The safety angle - more precisely psychological safety - is less obvious. One of the values we hold at my business Honeycomb Consulting Skills Training is to "create safe spaces" during our training sessions.

What do we mean by that? Well, what we don’t mean is some effort to ensure that no-one is ever exposed to difficult ideas, challenging feedback, or even controversial topics. In fact the opposite is true. We often want people exposed to things they find uncomfortable - that is where the growth is.

Put another way: We often want to make the uncomfortable comfortable, and the comfortable uncomfortable.

The risk comes when that exposure is uncontrolled. So what we seek to create is a space where difficult topics can be safely explored. That exploration sheds light, builds understanding, and ultimately fosters connection.

What does this mean for boundaries and safety when there are polarised perspectives in your team?

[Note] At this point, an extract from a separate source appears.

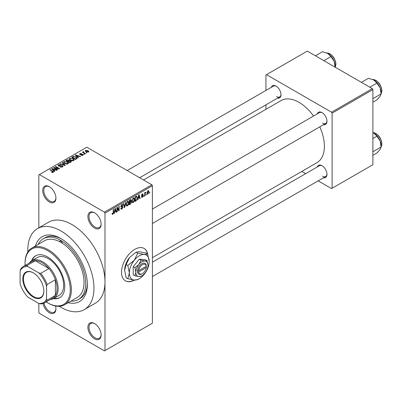 <?xml version="1.0" encoding="UTF-8"?>
<svg xmlns="http://www.w3.org/2000/svg" width="402" height="402" viewBox="0 0 402 402"><rect width="100%" height="100%" fill="white"/><g stroke="black" fill="none" stroke-linecap="round" stroke-linejoin="round"><path stroke-width="0.6" d="M94.515 228.05A9.357 5.402 60 0 1 87.902 216.593A9.357 5.402 60 0 1 94.515 212.774L94.515 212.774A9.357 5.402 60 0 1 101.133 224.231A9.357 5.402 60 0 1 94.515 228.05M94.797 212.944A8.573 4.95 -120 0 0 90.782 212.668A8.573 4.95 -120 0 0 89.465 219.537A8.573 4.95 -120 0 0 95.068 227.095A8.573 4.95 -120 0 0 99.354 227.522A8.573 4.95 -120 0 0 101.123 223.904M94.515 338.806A9.357 5.402 60 0 1 87.902 327.344A9.357 5.402 60 0 1 94.515 323.525L94.515 323.525A9.357 5.402 60 0 1 101.133 334.982A9.357 5.402 60 0 1 94.515 338.806M94.797 323.695A8.573 4.95 -120 0 0 90.782 323.419A8.573 4.95 -120 0 0 89.465 330.293A8.573 4.95 -120 0 0 95.068 337.851A8.573 4.95 -120 0 0 99.354 338.273A8.573 4.95 -120 0 0 101.123 334.655M55.521 306.012A9.357 5.402 60 0 1 55.928 308.887A9.357 5.402 60 0 1 49.315 312.706A9.357 5.402 60 0 1 42.969 303.555M44.004 303.143A8.573 4.95 -120 0 0 49.868 311.751A8.573 4.95 -120 0 0 54.154 312.178A8.573 4.95 -120 0 0 55.923 308.56M49.315 201.955A9.357 5.402 60 0 1 42.702 190.498A9.357 5.402 60 0 1 49.315 186.679L49.315 186.679A9.357 5.402 60 0 1 55.928 198.136A9.357 5.402 60 0 1 49.315 201.955M49.597 186.85A8.573 4.95 -120 0 0 45.577 186.573A8.573 4.95 -120 0 0 44.265 193.442A8.573 4.95 -120 0 0 49.868 201A8.573 4.95 -120 0 0 54.154 201.422A8.573 4.95 -120 0 0 55.923 197.804M147.75 254.29A18.708 10.804 120 0 0 144.112 248.446A18.708 10.804 120 0 0 134.755 249.376A18.708 10.804 120 0 0 122.535 265.863A18.708 10.804 120 0 0 125.404 280.852A18.708 10.804 120 0 0 134.514 280.063M147.489 253.928A18.708 10.804 120 0 0 144.001 248.386M317.284 113.877A7.015 4.05 60 0 1 322.007 112.62L322.007 112.62A7.015 4.05 60 0 1 322.012 112.62A7.015 4.05 60 0 1 326.972 121.213A7.015 4.05 60 0 1 323.52 124.68M322.293 112.796A6.236 3.603 -120 0 0 319.444 112.63L152.393 209.075M271.31 87.334A7.015 4.05 60 0 1 276.038 86.078L276.038 86.078A7.015 4.05 60 0 1 280.998 94.671A7.015 4.05 60 0 1 277.546 98.138M276.32 86.254A6.236 3.603 -120 0 0 273.471 86.088L127.198 170.538M317.284 166.961A7.015 4.05 60 0 1 322.007 165.704L322.007 165.704A7.015 4.05 60 0 1 322.012 165.704A7.015 4.05 60 0 1 326.972 174.297A7.015 4.05 60 0 1 323.52 177.764M322.293 165.88A6.236 3.603 -120 0 0 319.444 165.714L152.393 262.159M35.461 245.979A37.421 21.602 60 0 1 60.893 238.552L60.893 238.552A37.421 21.602 60 0 1 87.35 284.38A37.421 21.602 60 0 1 68.204 302.691M61.732 239.054A35.08 20.256 -120 0 0 45.004 237.768L43.351 238.723A35.08 20.256 -120 0 0 38.225 244.386M59.245 306.299A46.773 27.004 -120 0 0 60.893 307.294A46.773 27.004 -120 0 0 84.279 309.61A46.773 27.004 -120 0 0 91.45 272.134A46.773 27.004 -120 0 0 60.893 230.914A46.773 27.004 -120 0 0 37.507 228.597A46.773 27.004 -120 0 0 27.859 251.933M84.279 309.61L95.304 303.249A46.773 27.004 -120 0 0 104.987 281.837A46.773 27.004 -120 0 0 71.918 224.552A46.773 27.004 -120 0 0 48.531 222.236L37.507 228.597M152.393 257.682L316.952 162.674A35.858 20.703 -120 0 0 319.796 126.826M313.56 116.027A35.858 20.703 -120 0 0 299.023 102.344A35.858 20.703 -120 0 0 281.093 100.565L143.549 179.975M146.484 194.226L146.132 195.065L146.484 194.226M145.077 193.995L145.077 195.673L144.73 195.88L144.73 192.638L145.077 192.437L145.077 192.95L145.831 192.116L145.077 193.995L144.73 193.794M144.077 195.618L143.725 196.457L144.077 195.618M143.177 195.784L142.328 197.322L141.755 197.407L141.469 196.774L141.821 196.513L142.353 196.844L142.826 196.07L141.725 195.859L141.519 195.357L142.313 193.975L142.896 193.89L143.127 194.432L142.775 194.694L142.323 194.432L141.871 195.086L142.971 195.216L143.177 195.784L142.273 195.266M141.821 196.513L142.353 196.844M142.775 194.694L141.981 194.231M141.584 194.92L141.986 195.292M138.283 198.266L137.981 199.774L137.615 199.985L138.68 194.915L139.047 194.704L140.167 198.513L139.801 198.724L139.499 197.568L138.007 198.111M133.203 202.588L132.198 202.472L131.851 201.146L133.203 198.015L134.007 197.945L134.554 199.528L134.208 201.332L133.203 202.588L131.916 201.849M127.439 205.919L126.434 205.799L126.087 204.472L127.444 201.347L128.243 201.271L128.791 202.854L128.444 204.658L127.439 205.919L126.153 205.176M112.098 213.944L112.816 214.361L112.264 214.367L112.057 213.412L112.404 213.15L112.831 213.829L113.208 213.276L113.258 209.593L113.61 209.387L113.61 212.412L112.816 214.361L112.264 214.367M112.057 213.552L112.831 213.829M104.44 212.135L151.845 184.769L152.393 185.724L152.393 323.208L104.987 350.579L104.987 213.09L104.44 212.135L39.391 174.584L38.843 174.9L38.843 227.828M152.393 185.724L104.987 213.09M114.63 211.924L114.329 213.432L113.962 213.643L115.027 208.573L115.394 208.357L116.515 212.166L116.148 212.377L115.846 211.221L114.354 211.764M117.268 208.166L117.268 211.733L116.917 211.934L116.917 207.477L117.289 207.261L118.771 209.98L118.771 206.407L119.123 206.206L119.123 210.663L118.746 210.879L116.917 207.965M122.68 207.382L121.153 207.045L120.876 206.357L121.871 204.558L122.605 204.462L122.932 205.281L122.58 205.543L121.886 205.075L121.339 206.558L122.499 206.417L123.032 207.171L121.937 209.095L121.143 209.201L120.776 208.261L121.128 208L121.379 208.623L121.967 208.558L122.68 207.382L121.786 206.563M121.746 204.638L122.369 205L121.494 204.849M121.339 206.558L120.876 206.296L121.339 206.558M122.499 206.417L122.761 206.482M125.851 202.322L124.751 207.412L124.409 207.608L123.369 203.754L123.731 203.543L124.56 207L125.484 202.533L125.851 202.322M130.73 201.281L131.449 202.236L130.379 204.161L129.293 204.789L129.293 200.332L131.062 199.578L131.173 201.467M136.595 196.201L137.414 197.849L136.087 200.869L135.057 201.462L135.057 197.005L136.916 196.256M148.936 191.794L147.961 194.071L147.368 194.126L146.981 192.955L147.961 190.714L148.559 190.659L148.936 191.794L148.554 191.573M149.79 192.317L149.438 193.156L149.79 192.317M44.406 302.927A21.05 12.15 60 0 1 40.697 303.912L38.843 303.475A20.271 11.703 -120 0 0 46.557 299.023L47.109 300.209A21.05 12.15 60 0 1 44.406 302.927L52.672 298.153A21.05 12.15 -120 0 0 55.381 295.435L55.381 279.691A21.05 12.15 -120 0 0 48.969 268.586L35.331 260.712L27.065 265.486L27.818 266.561A20.271 11.703 -120 0 0 20.1 271.013L20.1 283.747A20.271 11.703 -120 0 0 27.818 297.113L38.843 303.475L38.843 312.389L39.391 313.344L104.44 350.896L104.987 350.579M86.948 152.855L86.048 152.74L86.948 152.855M84.546 154.242L83.641 154.127L84.546 154.242M78.445 157.765L78.078 157.976L75.29 155.132L75.656 154.921L80.636 156.504L80.269 156.715L78.812 156.222L77.596 156.926L78.445 157.765M74.134 160.142L74.134 159.629L73.722 160.554L72.109 160.785L70.44 160.222L69.295 158.926L69.762 158.267L73.099 158.629L74.184 159.901M68.37 163.468L68.37 162.961L67.958 163.88L66.345 164.111L64.677 163.549L63.531 162.252L63.998 161.594L67.335 161.956L68.42 163.227M62.456 167.056L59.988 166.976L62.034 166.78L62.084 165.986L58.491 165.996L57.999 165.368L58.431 164.805L60.642 164.865L58.893 165.061L58.853 165.8L62.431 165.78L62.938 166.443L62.456 167.056M62.375 167.101L62.084 165.986M58.893 165.061L58.853 166.157M54.793 171.423L54.426 171.634L51.637 168.79L52.004 168.574L56.983 170.157L56.617 170.368L55.159 169.88L53.943 170.579L54.793 171.423M151.845 184.769L86.797 147.212L39.391 174.584M52.511 172.483L51.371 172.066L52.898 172.051L52.984 171.669L49.868 169.81L50.215 169.609L53.642 171.92L52.511 172.483M52.898 172.478L52.984 171.669M57.732 169.724L57.385 169.925L53.526 167.699L53.898 167.483L58.471 168.413L55.381 166.629L55.727 166.423L59.586 168.654L59.21 168.87L54.647 167.941L57.732 169.724M65.219 165.403L64.873 165.599L59.978 163.971L60.34 163.765L64.576 165.252L62.094 162.75L62.461 162.539L65.219 165.403M70.847 162.152L69.762 162.78L65.903 160.554L66.993 159.921L68.928 159.926L69.355 160.614L70.782 160.88L71.36 161.579L70.847 162.152M69.375 160.498L69.355 160.966M76.551 158.86L75.526 159.453L71.667 157.227L73.275 156.378L75.928 156.966L77.089 158.222L76.551 158.86M82.842 155.283L81.088 155.257L82.465 155.036L82.505 154.514L79.933 154.534L79.566 154.056L79.923 153.614L81.536 153.609L80.335 153.84L80.224 154.298L82.787 154.273L83.214 154.81L82.842 155.283M82.465 155.438L82.505 154.514M80.335 153.84L80.224 154.659M85.546 153.664L85.194 153.871L82.39 152.247L83.189 152.303L83.108 151.775L83.591 151.67L83.892 151.961L83.586 152.458L85.546 153.664M83.189 152.71L83.108 152.197M83.591 151.67L83.586 152.941M88.48 152.031L86.048 151.755L85.219 150.84L85.571 150.353L87.973 150.609L88.827 151.544L88.48 152.031M372.337 88.656L372.89 89.611L332.097 113.163L331.544 112.208L372.337 88.656L307.294 51.104L265.948 74.973L265.948 90.43M265.948 104.832L265.948 109.309M332.097 113.163L332.097 188.272L331.544 188.588L318.158 180.86M305.686 173.659L301.807 171.418M332.097 188.272L372.89 164.719L372.89 89.611M331.544 112.208L266.501 74.651M322.56 123.123A6.236 3.603 -120 0 0 325.68 123.434A6.236 3.603 -120 0 0 326.962 120.881M276.586 96.58A6.236 3.603 -120 0 0 279.707 96.892A6.236 3.603 -120 0 0 280.988 94.339M322.56 176.207A6.236 3.603 -120 0 0 325.68 176.518A6.236 3.603 -120 0 0 326.962 173.965M70.963 301.098A35.08 20.256 -120 0 0 78.43 299.485L80.083 298.53A35.08 20.256 -120 0 0 87.334 283.405M125.293 280.787A18.708 10.804 120 0 0 134.127 280.028M51.672 172.227L51.672 171.835M50.215 170.011L50.215 169.609M52.004 169.167L52.004 168.574M53.943 171.141L53.943 170.579M52.818 169.413L53.612 170.252L54.587 169.689L52.25 168.9L52.818 169.413L52.818 169.991M53.612 170.805L53.612 170.252M52.25 169.413L52.25 168.9M54.587 170.207L54.587 169.689M53.898 167.915L53.898 167.483M58.471 168.719L58.471 168.413M55.727 166.83L55.727 166.423M54.647 168.348L54.647 167.941M60.29 167.121L60.29 166.745M62.034 167.242L62.034 166.78M58.431 165.961L58.431 164.805M59.36 166.252L59.36 165.961M60.978 165.925L60.978 165.559M62.431 167.071L62.431 165.78M60.34 164.096L60.34 163.765M62.461 163.127L62.461 162.539M63.998 163.076L63.998 161.594M67.335 162.388L67.335 161.956M64.456 161.85L64.099 162.353L65.034 163.348L67.506 163.619L67.848 163.127L66.973 162.152L65.953 161.735L64.456 161.85M65.034 163.735L65.034 163.348M67.506 164.066L67.506 163.619M66.993 160.443L66.993 159.921M68.918 160.488L68.928 159.926M70.722 162.227L70.782 160.88M66.702 160.609L67.858 161.277L68.848 160.659L68.641 160.167L67.315 160.257L66.702 160.609L66.702 161.016M67.858 161.679L67.858 161.277M68.848 161.227L68.641 160.167M68.31 161.534L69.662 162.318L70.722 161.649L70.435 161.086L68.998 161.137L68.31 161.534L68.31 161.941M69.662 162.72L69.662 162.318M70.405 162.408L70.405 161.885M69.762 159.75L69.762 158.267M73.099 159.061L73.099 158.629M70.214 158.524L69.863 159.026L70.797 160.021L73.264 160.292L73.611 159.795L72.737 158.825L71.712 158.408L70.214 158.524M70.797 160.403L70.797 160.021M73.264 160.735L73.264 160.292M73.275 156.825L73.275 156.378M75.928 157.393L75.928 156.966M72.466 157.282L75.425 158.991L76.053 158.624L76.375 157.79L75.571 157.167L73.666 156.679L72.466 157.282L72.466 157.69M75.425 159.393L75.425 158.991M76.516 158.88L76.375 157.79M76.053 159.147L76.053 158.624M75.656 155.509L75.656 154.921M77.596 157.489L77.596 156.926M76.47 155.76L77.264 156.594L78.239 156.031L75.903 155.242L76.47 155.76L76.47 156.338M77.264 157.147L77.264 156.594M75.903 155.755L75.903 155.242M78.239 156.554L78.239 156.031M81.385 155.373L81.385 155.026M79.923 154.529L79.923 153.614M80.571 154.725L80.571 154.368M82.787 155.318L82.787 154.273M83.993 154.333L83.993 153.926M82.742 152.453L82.742 152.046M84.093 153.232L84.093 152.825M86.4 152.941L86.4 152.539M85.571 151.428L85.571 150.353M87.973 151.046L87.973 150.609M88.088 152.182L87.651 150.83L85.963 150.589L85.767 151.579M85.963 150.589L86.395 151.554L88.088 151.795L88.279 151.509L88.279 152.127M86.395 151.941L86.395 151.554M114.037 213.261L114.329 213.432M116.017 211.879L116.515 212.166M115.394 210.965L115.846 211.221M115.078 209.849L114.751 211.336L115.726 210.769L115.238 208.914L115.078 209.849L114.791 209.683M114.48 211.181L114.751 211.336M114.987 208.769L115.238 208.914M116.917 211.532L117.268 211.733M118.017 209.548L118.771 209.98M118.399 210.246L119.123 210.663M120.781 208.427L121.937 209.095M121.781 204.618L122.932 205.281M120.907 205.985L121.228 206.171M121.917 206.527L123.032 207.171M124.283 207.141L124.751 207.412M124.188 206.789L124.56 207M128.419 202.638L128.791 202.854M128.168 204.497L128.444 204.658M127.057 201.643L127.444 201.864L126.439 204.276L126.846 205.447L127.439 205.397L128.444 203.045L128.293 202.121L127.339 201.412M126.097 204.08L126.439 204.276M128.293 202.121L127.444 201.864M130.379 199.709L131.348 200.266M130.328 201.588L131.449 202.236M129.293 200.447L129.645 200.653L129.645 201.985L130.303 201.603L130.997 200.543L130.253 199.779M129.293 201.779L129.645 201.985M130.997 200.543L130.253 200.302L129.645 200.653M129.645 202.502L129.645 204.065L130.75 203.372L131.097 202.442L130.916 201.96L129.645 202.502L129.293 202.301M129.293 203.864L129.645 204.065M129.886 201.844L130.338 202.105M134.183 199.312L134.554 199.528M133.931 201.171L134.208 201.332M132.821 198.312L133.208 198.538L132.203 200.95L132.605 202.121L133.203 202.07L134.203 199.719L134.057 198.794L133.102 198.08M131.861 200.754L132.203 200.95M134.057 198.794L133.208 198.538M135.635 200.608L136.087 200.869M137.047 197.638L137.414 197.849M135.409 197.327L135.409 200.739L136.921 199.216L137.062 198.045L136.529 196.764L135.409 197.327L135.057 197.121M135.057 200.538L135.409 200.739M135.58 196.704L136.027 196.965M136.002 196.462L136.7 196.809L136.047 196.432M137.69 199.608L137.981 199.774M139.67 198.221L140.167 198.513M139.047 197.307L139.499 197.568M138.73 196.191L138.404 197.678L139.378 197.116L138.891 195.256L138.73 196.191L138.444 196.03M138.132 197.523L138.404 197.678M138.64 195.111L138.891 195.256M141.479 196.834L142.328 197.322M141.539 195.136L142.735 195.829M142.323 193.97L143.127 194.432M143.725 196.05L144.077 196.256M144.73 195.472L145.077 195.673M144.73 192.749L145.077 192.95M145.283 192.377L145.73 192.638M145.202 192.563L145.479 192.724M144.73 193.055L145.147 193.297M146.132 194.663L146.484 194.864M147.026 193.533L147.961 194.071M147.78 190.839L148.323 191.151L147.951 191.181L147.333 192.749L147.971 193.603L148.589 192.03L147.619 190.99M147.001 192.558L147.333 192.749M146.996 193.282L147.971 193.603M149.438 192.754L149.79 192.955M64.581 304.781L77.259 297.46A32.743 18.904 -120 0 0 82.531 272.099A32.743 18.904 -120 0 0 62.25 243.2A1.95 1.126 -120 0 0 60.893 241.099A1.95 1.126 -120 0 0 59.918 241.004A1.95 1.126 -120 0 0 59.531 241.632A32.743 18.904 -120 0 0 44.521 240.753L31.843 248.069A32.743 18.904 60 0 1 48.215 249.692A32.743 18.904 60 0 1 69.601 278.546A32.743 18.904 60 0 1 64.581 304.781A32.743 18.904 60 0 1 48.215 303.158L47.662 302.842A31.964 18.452 -120 0 0 70.265 289.792A31.964 18.452 -120 0 0 47.662 250.647A31.964 18.452 -120 0 0 25.06 263.697A31.964 18.452 -120 0 0 25.11 265.461M53.381 298.641A24.165 13.954 -120 0 0 59.742 297.671A24.165 13.954 -120 0 0 63.451 278.31A24.165 13.954 -120 0 0 47.662 257.014A24.165 13.954 -120 0 0 35.577 255.813A24.165 13.954 -120 0 0 31.557 260.843M53.938 298.324A24.165 13.954 -120 0 0 60.019 297.505M46.16 301.917A31.964 18.452 -120 0 0 47.662 302.842L48.215 303.158M25.06 263.697L25.06 263.059A32.743 18.904 60 0 1 31.843 248.069M62.25 243.2A32.743 18.904 -120 0 0 60.893 242.371A32.743 18.904 -120 0 0 59.531 241.632M78.43 299.485A35.08 20.256 -120 0 0 83.807 271.375A35.08 20.256 -120 0 0 60.893 240.461A35.08 20.256 -120 0 0 43.351 238.723M29.286 263.049A21.829 12.603 60 0 1 31.788 260.702L37.301 257.521A21.829 12.603 60 0 1 48.215 258.602A21.829 12.603 60 0 1 62.471 277.837A21.829 12.603 60 0 1 59.124 295.329L53.617 298.51A21.829 12.603 60 0 1 50.335 299.505M35.858 255.662A24.165 13.954 -120 0 0 32.115 260.516M369.815 87.199L376.9 83.108L380.126 87.872A10.291 5.94 -120 0 1 381.101 92.636L381.101 93.932L380.126 96.274L376.9 99.912L372.89 102.229M372.89 98.676L381.101 93.932L380.126 87.872A10.291 5.94 -120 0 0 373.825 80.033L376.9 83.108M361.413 82.35L368.498 78.259L373.825 80.033M22.803 278.938A14.889 8.598 60 0 1 33.331 272.863A14.889 8.598 60 0 1 43.858 291.098A14.889 8.598 60 0 1 33.331 297.173A14.889 8.598 60 0 1 22.803 278.938M33.497 272.958A14.422 8.326 -120 0 0 26.452 272.335A14.422 8.326 -120 0 0 23.462 278.938A14.422 8.326 -120 0 0 29.758 293.455A14.422 8.326 -120 0 0 40.873 297.319A14.422 8.326 -120 0 0 43.858 290.902M31.788 260.702A21.829 12.603 60 0 1 48.607 266.551A21.829 12.603 60 0 1 58.134 288.52A21.829 12.603 60 0 1 53.617 298.51M47.109 300.209L55.381 295.435A21.05 12.15 -120 0 0 57.034 288.52A21.05 12.15 -120 0 0 55.381 279.691L47.109 284.465L46.557 286.289A20.271 11.703 -120 0 0 38.843 272.923L27.818 266.561M38.843 272.923L40.697 273.36L48.969 268.586A21.05 12.15 -120 0 0 35.331 260.712A21.05 12.15 -120 0 0 31.627 261.697L23.356 266.471A21.05 12.15 60 0 1 27.065 265.486M20.1 271.013L20.653 269.189A21.05 12.15 60 0 1 23.356 266.471M46.557 299.023L46.557 286.289M40.697 273.36A21.05 12.15 60 0 1 47.109 284.465M372.89 155.313L376.9 152.996L380.126 149.358L381.101 147.021L372.89 151.76M380.126 140.956L381.101 147.021L381.101 145.72A10.291 5.94 -120 0 0 380.126 140.956A10.291 5.94 -120 0 0 373.825 133.117L376.9 136.193L380.126 140.956M372.89 138.509L376.9 136.193M372.89 132.64L373.825 133.117M323.841 60.657L330.926 56.566L334.152 61.33A10.291 5.94 -120 0 1 335.127 66.094L335.127 67.174L335.539 66.385L335.926 64.119L335.559 61.511L334.168 58.21L332.745 56.185L330.218 53.938L326.796 52.958M315.439 55.808L322.525 51.717L327.851 53.491A10.291 5.94 -120 0 1 334.152 61.33L335.127 67.39M327.851 53.491L330.926 56.566M146.293 266.265L138.655 270.672L137.514 270.697L137.549 271.948A6.236 3.603 120 0 0 141.921 273.878L142.474 273.561A5.457 3.151 120 0 0 146.293 267.536L146.293 266.265A5.457 3.151 120 0 0 142.474 264.652A5.457 3.151 120 0 0 138.655 270.672M146.298 265.627A6.236 3.603 120 0 0 141.921 263.697A6.236 3.603 120 0 0 137.549 270.677L137.514 270.697M147.986 265.285A8.573 4.95 120 0 0 144.956 260.973A8.573 4.95 120 0 0 138.891 264.476A8.573 4.95 120 0 0 135.861 272.29A8.573 4.95 120 0 0 138.891 276.601A8.573 4.95 120 0 0 144.956 273.099A8.573 4.95 120 0 0 147.986 265.285L147.047 260.702L144.956 260.973L140.986 260.159L138.891 264.476L134.921 267.702L135.861 272.29L134.921 275.787L138.891 276.601L141.569 275.983M134.921 275.787L133.213 274.802L133.213 266.717L139.278 259.174L145.338 259.717L147.047 260.702M140.986 260.159L139.278 259.174M134.921 267.702L133.213 266.717M137.74 253.144L134.313 260.2A14.03 8.1 120 0 0 129.354 272.988A14.03 8.1 120 0 0 134.313 280.048A14.03 8.1 120 0 0 144.238 274.32A14.03 8.1 120 0 0 149.197 261.531A14.03 8.1 120 0 0 144.238 254.471A14.03 8.1 120 0 0 134.313 260.2L127.821 265.486L126.148 264.521L129.575 257.466L136.072 252.18L139.499 251.737L145.991 253.064L147.665 254.029L144.238 254.471L137.74 253.144L136.072 252.18M127.821 265.486L129.354 272.988L127.821 278.717L134.313 280.048L137.74 279.601L138.695 279.033M127.821 278.717L126.148 277.752L124.615 270.25L126.148 264.521M149.197 261.531L147.665 254.029M129.575 257.466A14.03 8.1 120 0 0 124.615 270.25M137.549 271.948L138.655 271.948L146.293 267.536M138.655 271.948A5.457 3.151 120 0 0 142.474 273.561M145.78 266.561L146.333 266.878M52.838 171.543L52.838 171.121M60.169 166.157L60.169 165.79M63.828 165.252L63.828 164.981M68.516 161.418L68.516 160.895M72.646 157.177L72.646 156.659M81.134 154.669L81.134 154.227M113.258 212.211L113.61 212.412M120.881 206.512L121.806 207.045M124.012 206.146L124.419 206.382M129.931 203.899L130.379 204.161M129.806 200.04L130.253 200.302M141.519 195.347L142.388 195.849M381.101 93.651A8.573 4.95 -120 0 0 381.764 90.852A8.573 4.95 -120 0 0 372.83 79.526M381.101 146.74A8.573 4.95 -120 0 0 381.764 143.936A8.573 4.95 -120 0 0 372.89 132.61M335.127 67.109A8.573 4.95 -120 0 0 335.791 64.31A8.573 4.95 -120 0 0 326.856 52.984M53.059 171.83L53.059 172.443M58.576 165.438L58.576 166.041M64.099 162.353L64.099 163.162M67.848 163.127L67.848 163.936M69.863 159.026L69.863 159.835M73.611 159.795L73.611 160.609M82.696 154.765L82.696 155.358M80.088 154.117L80.088 154.609M83.475 152.252L83.475 152.876M121.379 208.623L120.776 208.276M126.846 205.447L126.127 205.035M130.916 201.96L130.298 201.603M132.605 202.121L131.891 201.709M141.991 196.895L141.605 196.673M142.64 194.382L142.137 194.091M381.101 93.721L381.9 90.661L381.533 88.053L380.141 84.752L378.719 82.727L376.192 80.48L372.77 79.501M152.393 223.477L325.68 123.434M325.68 176.518L152.393 276.561M279.707 96.892L139.67 177.739M372.89 132.575L376.192 133.57L378.719 135.811L380.141 137.836L381.533 141.137L381.9 143.745L381.101 146.805"/></g></svg>

My recommendation is to get them out in the open, in a safe way. Easier said than done. Here's how this can work:

Firstly, I would speak to the people involved individually to ensure they are heard and they feel able to express themselves on the topic. In these sessions I’m in listening mode to make sure they feel heard. By the way, “listening” and “agreeing” are different things - I may not agree with what they are saying. That’s ok. Now is not the time to debate or discuss, just to understand. Active listening in it’s purest form - Listen, Observe, Verify, Empathise.

With those 1-2-1 conversations done I schedule a session, in-person if possible, to hold a group discussion. Establish some ground rules: No interrupting, No arguments, Listen to understand, Acknowledge when things resonate with you.

Give each person the time they need to express their views on the topic and explain why they hold them. Everyone contributes if they are willing to. Whilst someone is talking they are respected and not challenged.

Once everyone has spoken there may be questions. Discussion. Debate. Argument even.

Your job is to hold the space. Make sure the ground rules are kept to. Release pressure if it rises (get people to stand up and move around). Then, bring it to an cohesive end. Ask people if they understand each other more at the end of the discussion. Ask if they trust each other more. Ask if they are happy to put their differences to one side and work together.

More often than not, this process brings a team together.

By bringing these differences into the open like this you make it safer for everyone. And guess what?

More connected teams tend to be more productive too.